Mikael alargó la mano y le acarició el pelo.
– No estás sola. Tienes a Christer y al resto de la redacción apoyándote.
– Menos Janne Dahlman. Por cierto, creo que fue un error contratarle. Es competente, pero hace más daño que otra cosa. No me fío de él. Lleva todo el otoño encantado con lo que nos está pasando. No sé si espera asumir tu papel o si simplemente no funciona la química entre él y el resto de la redacción.
– Me temo que tienes razón -contestó Mikael.
– ¿Y qué hago? ¿Lo despido?
– Erika tú eres la redactora jefe y la principal dueña de Millennium. Si tienes que echarlo adelante.
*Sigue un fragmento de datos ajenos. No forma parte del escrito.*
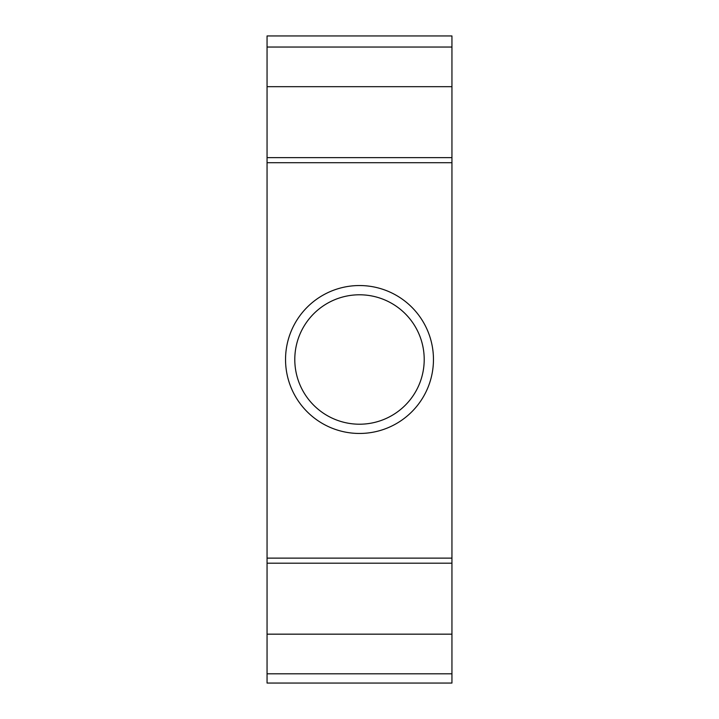 <?xml version="1.0" encoding="UTF-8"?>
<svg xmlns="http://www.w3.org/2000/svg" width="719" height="719" viewBox="0 0 719 719"><rect width="100%" height="100%" fill="white"/><g stroke="black" fill="none" stroke-linecap="round" stroke-linejoin="round"><path stroke-width="1.08" d="M451.945 673.802L451.945 35.95L267.055 35.95L267.055 683.05L451.945 683.05L451.945 673.802L267.055 673.802M451.945 634.167L267.055 634.167M451.945 47.041L267.055 47.041M451.945 86.675L267.055 86.675M433.458 359.5A73.958 73.958 0 0 1 359.5 433.458A73.958 73.958 0 0 1 285.542 359.5A73.958 73.958 0 0 1 359.5 285.542A73.958 73.958 0 0 1 433.458 359.5M424.21 359.5A64.71 64.71 0 0 1 359.5 424.21A64.71 64.71 0 0 1 294.79 359.5A64.71 64.71 0 0 1 359.5 294.79A64.71 64.71 0 0 1 424.21 359.5M451.945 563.202L267.055 563.202M451.945 157.641L267.055 157.641M451.945 558.124L267.055 558.124M451.945 162.71L267.055 162.71"/></g></svg>
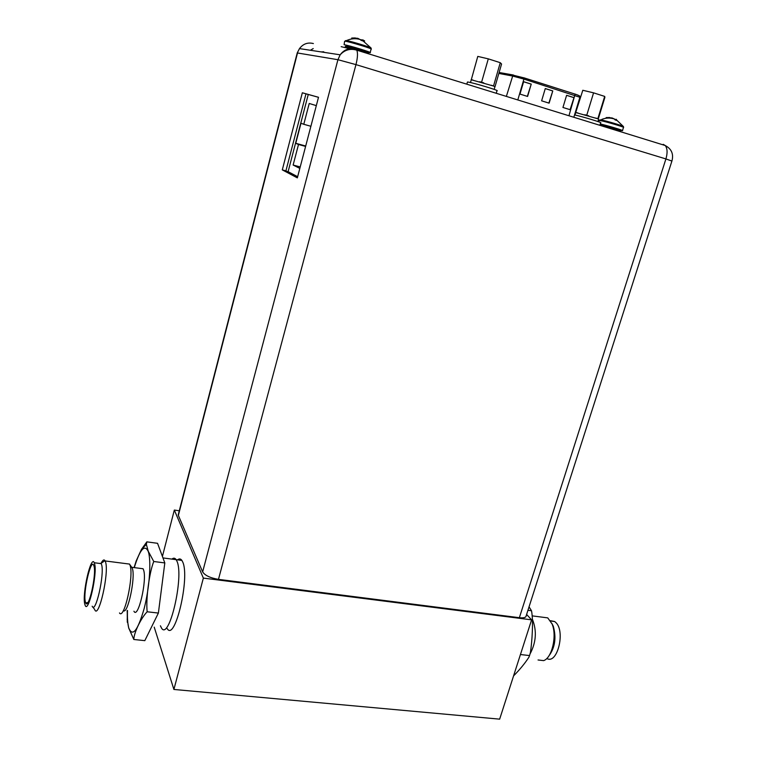<?xml version="1.0" encoding="UTF-8"?>
<svg xmlns="http://www.w3.org/2000/svg" width="757" height="757" viewBox="0 0 757 757"><rect width="100%" height="100%" fill="white"/><g stroke="black" fill="none" stroke-linecap="round" stroke-linejoin="round"><path stroke-width="1.14" d="M154.22 627.127L173.902 689.457L499.658 719.15L531.594 619.851L526.607 614.457M173.902 689.457L203.359 578.093L531.594 619.851M162.414 556.442L174.328 510.057L203.359 578.093M167.183 628.547C174.886 642.485 190.168 577.383 182.721 562.006L181.907 560.426C180.696 558.675 179.258 558.486 177.583 559.858M179.286 510.786L174.328 510.057M161.44 627.922C168.981 641.86 184.254 576.626 176.968 561.249L176.173 559.669C174.981 557.918 173.561 557.729 171.915 559.111C173.561 557.729 174.981 557.918 176.173 559.669L176.968 561.249C184.254 576.626 168.981 641.86 161.44 627.922L160.418 625.793M546.809 658.458C557.18 664.996 565.678 631.48 555.865 622.557L554.663 621.525L550.386 620.683M538.047 659.981L543.602 660.624C551.995 658.107 557.18 635.691 552.061 623.948L547.746 617.882L542.116 617.154M548.664 656.224C554.985 647.897 556.518 637.886 553.272 626.181L551.777 623.276M520.854 653.225L520.191 655.288M520.797 654.568L529.559 655.571L528.916 657.208C524.913 663.378 519.794 669.614 513.568 675.897M527.941 610.293L531.509 610.757C533.439 620.409 532.18 641.018 530.402 652.562L529.559 655.571M529.048 606.849L531.509 610.757M530.061 653.925C536.155 642.39 536.959 630.884 532.474 619.406M84.737 604.02C82.068 593.554 91.039 554.55 94.256 562.744L94.616 563.814C97.558 573.494 88.37 613.88 85.181 605.411L84.737 604.02M99.176 563.378L101.097 563.369L101.618 564.703C104.684 574.383 95.486 614.675 92.174 606.215M100.936 563.596C102.592 560.152 103.946 559.158 104.996 560.625L105.602 562.139C109.216 573.172 98.637 619.491 94.767 609.754M85.314 601.673C82.929 592.4 90.954 557.691 93.754 565.318L94.038 566.189C96.603 574.695 88.607 610.038 85.74 602.96L85.314 601.673M127.167 619.179L128.718 628.045L133.828 639.485L144.814 640.649L158.383 613.066L164.818 562.934L157.551 543.308L146.849 541.851L141.502 549.298L136.146 561.022L134.15 567.608M127.185 610.454L127.195 612.176M164.818 562.934L153.756 561.495L148.24 551.228L146.366 544.397L146.849 541.851M158.383 613.066L147.17 611.779C145.722 599.383 149.29 572.472 153.756 561.495M133.828 639.485C133.847 632.966 140.925 618.119 147.17 611.779M140.651 568.431L143.054 568.744L143.518 569.813C147.388 579.569 138.048 619.756 133.932 611.221M131.226 566.567L132.333 568.393C135.74 577.298 127.706 614.987 123.344 610.625M126.968 563.747L129.579 564.088L130.062 565.28C134.046 575.831 124.139 620.399 119.492 612.952M308.26 94.464L288.105 171.678L297.652 176.712M316.322 105.63L309.225 103.472L303.784 124.29L300.983 123.259L295.76 143.3L298.504 144.483L293.129 165.045L299.829 168.395M295.76 143.3L305.714 146.016M298.504 144.483L305.601 146.423M303.784 124.29L310.89 126.277M293.129 165.045L300.217 166.919M663.217 144.332L665.233 145.524C667.428 148.419 667.655 152.886 665.914 158.932L355.96 64.619C357.664 57.806 357.938 52.981 356.784 50.161L355.582 49.158C349.365 47.596 344.217 49.489 340.158 54.816L337.934 59.708L355.96 64.619L218.47 579.36C210.238 577.969 204.958 575.481 202.649 571.895L178.368 515.432L178.51 513.804M218.47 579.36L519.368 617.703C523.816 618.176 526.106 617.504 526.219 615.678L671.904 161.061L665.914 158.932L519.368 617.703M322.463 51.855L324.185 52.375M323.75 51.788L321.157 51.911M297.198 53.056L299.488 48.599C303.122 43.83 307.749 42.146 313.389 43.556M302.336 92.78L282.295 169.88L297.34 177.876L318.508 97.284L302.336 92.78L305.979 93.83L285.919 170.836L297.577 176.996M282.295 169.88L285.919 170.836M318.498 97.322L305.979 93.83M313.209 48.571L310.361 50.265M552.78 90.916L549.118 103.16L541.624 100.823L545.277 88.55L552.78 90.916L548.863 103.084M523.617 81.699L531.234 84.103L527.591 96.451L519.974 94.086L523.617 81.699M566.605 95.297L573.995 97.634L570.333 109.765L562.943 107.466L566.605 95.297M499.308 72.53L513.445 75.019M545.267 88.588L552.506 90.878M531.234 84.103L527.345 96.376M523.598 81.737L530.969 84.065M573.995 97.634L570.068 109.689M566.596 95.335L573.721 97.587M598.257 118.953L604.89 97.341L604.692 96.404L593.573 92.846L582.795 90.272L575.642 112.765M597.907 121.546L598.598 119.294L597.907 118.802L576.134 112.651M597.907 118.802L595.882 118.054M588.738 115.83L584.83 114.733M577.951 112.992L576.049 112.509M593.573 92.846L586.751 115.215M604.692 96.404L597.86 118.669M599.875 125.321L600.642 122.842C603.509 122.965 582.455 116.569 574.544 114.922M496.242 93.281L496.971 90.764C500.443 90.925 474.251 82.996 468.413 82.125L467.438 82.011L466.814 84.178M495.012 86.695L501.569 64.023L500.273 62.699L488.293 58.857L477.781 56.406L471.223 79.977M494.17 89.383L494.908 86.818L493.801 86.118L471.441 79.816M493.801 86.118L491.425 85.267M483.732 82.863L479.711 81.737M473.002 80.072L471.157 79.608M488.293 58.857L481.584 82.201M500.273 62.699L493.555 85.929M620.428 130.355L622.462 130.687C624.818 130.791 606.963 125.388 600.282 123.987M601.749 124.536L600.935 124.612M619.86 129.901L601.891 124.564M616.775 120.42L615.081 119.899L614.372 119L616.066 119.738M623.531 127.384L623.342 126.41C622.074 125.511 605.827 120.77 601.039 119.909L602.193 119.237C606.281 117.751 610.341 117.676 614.372 119L612.082 117.95L606.149 117.59L609.726 117.515M616.274 119.265L616.927 120.448M615.943 120.136L616.141 119.483M368.016 52.337L370.154 52.687C373.447 52.848 348.135 45.117 344.113 44.739L344.586 41.361M367.372 51.798C368.631 51.561 349.904 45.884 346.933 45.609L346.753 45.836M360.067 39.591L362.073 40.026M351.939 38.919L351.721 38.039L355.307 37.945M361.042 40.395L361.221 39.705M362.433 40.85L357.815 38.314L352.052 38.039M364.666 40.992L362.821 39.875L362.092 39.941L362.556 40.869M361.903 40.66L362.092 39.941M356.083 38.749L356.235 38.143M352.298 49.328L341.161 46.669M344.861 50.416L345.589 50.662M346.195 49.725L347.283 50.009M134.282 567.618C139.931 549.402 144.578 543.98 148.211 551.342C151.447 560.161 149.621 587.394 144.171 608.505C137.698 630.836 132.551 637.318 128.747 627.932C127.668 623.872 127.252 618.053 127.488 610.483M202.649 571.895L337.934 59.708L297.51 52.981L178.368 515.432M517.807 99.943L523.929 79.078L579.89 97.275L573.834 117.269M523.844 77.782L575.112 94.123L568.952 115.755M498.854 73.429L512.319 75.974L523.929 79.078L523.929 77.867L512.962 75.132L506.357 96.404M499.071 72.672L523.929 77.867L575.112 94.123C578.055 95.041 581.206 96.404 579.966 97.161M575.017 94.038L579.181 95.694M622.509 130.554L623.456 127.498C625.963 127.564 606.291 121.669 600.519 120.628L599.061 120.581M616.529 119.918L623.484 126.589M598.683 121.82L599.109 120.439L600.727 119.852L599.809 119.975M600.821 125.236C605.751 126.164 622.519 131.179 620.399 131.084M370.201 52.498L371.1 49.167C374.412 49.29 349.091 41.531 345.05 41.19L346.574 40.566C351.674 41.465 369.605 46.896 370.977 47.956L371.148 48.155M345.362 40.708L346.574 40.566C350.917 38.569 355.393 38.191 359.982 39.43M367.959 53.113C370.76 53.255 349.176 46.669 345.731 46.328L345.334 46.461M368.044 52.99C373.362 52.687 345.968 44.512 345.911 45.959L345.239 46.811L352.97 48.628M346.204 47.7L345.324 47.038M181.907 560.426L162.963 557.928M554.663 621.525L550.594 621.005M553.272 626.181L552.061 623.948M547.746 617.882L532.294 615.886M94.256 562.744L101.249 563.643M101.097 563.369L104.996 560.625M92.818 606.972L94.597 609.376M87.944 602.477L85.74 602.96M127.299 622.263L127.252 610.464M146.366 544.397L141.502 549.298M136.146 561.022L134.093 567.599M131.888 567.315L143.054 568.744M132.134 567.835L129.844 564.646M105.176 560.946L129.579 564.088M671.942 160.957C673.787 154.068 671.554 148.921 665.233 145.524L356.784 50.161C350.273 48.268 344.728 49.82 340.158 54.816L299.488 48.599L297.227 52.943L178.217 514.93M575.689 112.623L574.96 115.007M471.27 79.816L470.485 82.541M600.055 124.744L601.313 124.621C607.795 125.785 621.98 129.684 620.466 130.989M371.1 49.167L370.977 47.956L362.272 40.244"/></g></svg>

– Nunca hemos despedido a nadie, Micke. Y ahora incluso esa decisión me la dejas a mí. Ya no me hace ilusión ir a la redacción cada mañana.
De pronto, Christer Malm se puso de pie.
– Si quieres coger ese tren, hay que ir saliendo ya.
Erika empezó a protestar, pero Christer levantó una mano.
– Espera, Erika; me has preguntado mi opinión. Creo que la situación es una mierda. Pero si es como dice Mikael, si se siente quemado, entonces la verdad es que, por su propio bien, tiene que irse. Se lo debemos.
Tanto Mikael como Erika observaron con estupor a Christer, quien, avergonzado, miraba de reojo a Mikael.
– Los dos sabéis que Millennium sois vosotros. Yo soy socio y siempre os habéis portado muy bien conmigo. Me encanta la revista y todo eso, pero podríais sustituirme, sin más, por cualquier otro diseñador artístico. Queríais mi opinión, ¿no? Ya la tenéis. En cuanto a Janne Dahlman, estoy de acuerdo. Y si necesitas despedirlo, Erika, yo lo haré. Basta con tener una razón legítima. -Hizo una pausa antes de continuar-. Estoy de acuerdo contigo; no es el mejor momento para que Mikael se vaya, pero no creo que tengamos elección -sentenció, y acto seguido se dirigió a Mikael-. Te llevo a la estación. Erika y yo defenderemos nuestras posiciones hasta que vuelvas.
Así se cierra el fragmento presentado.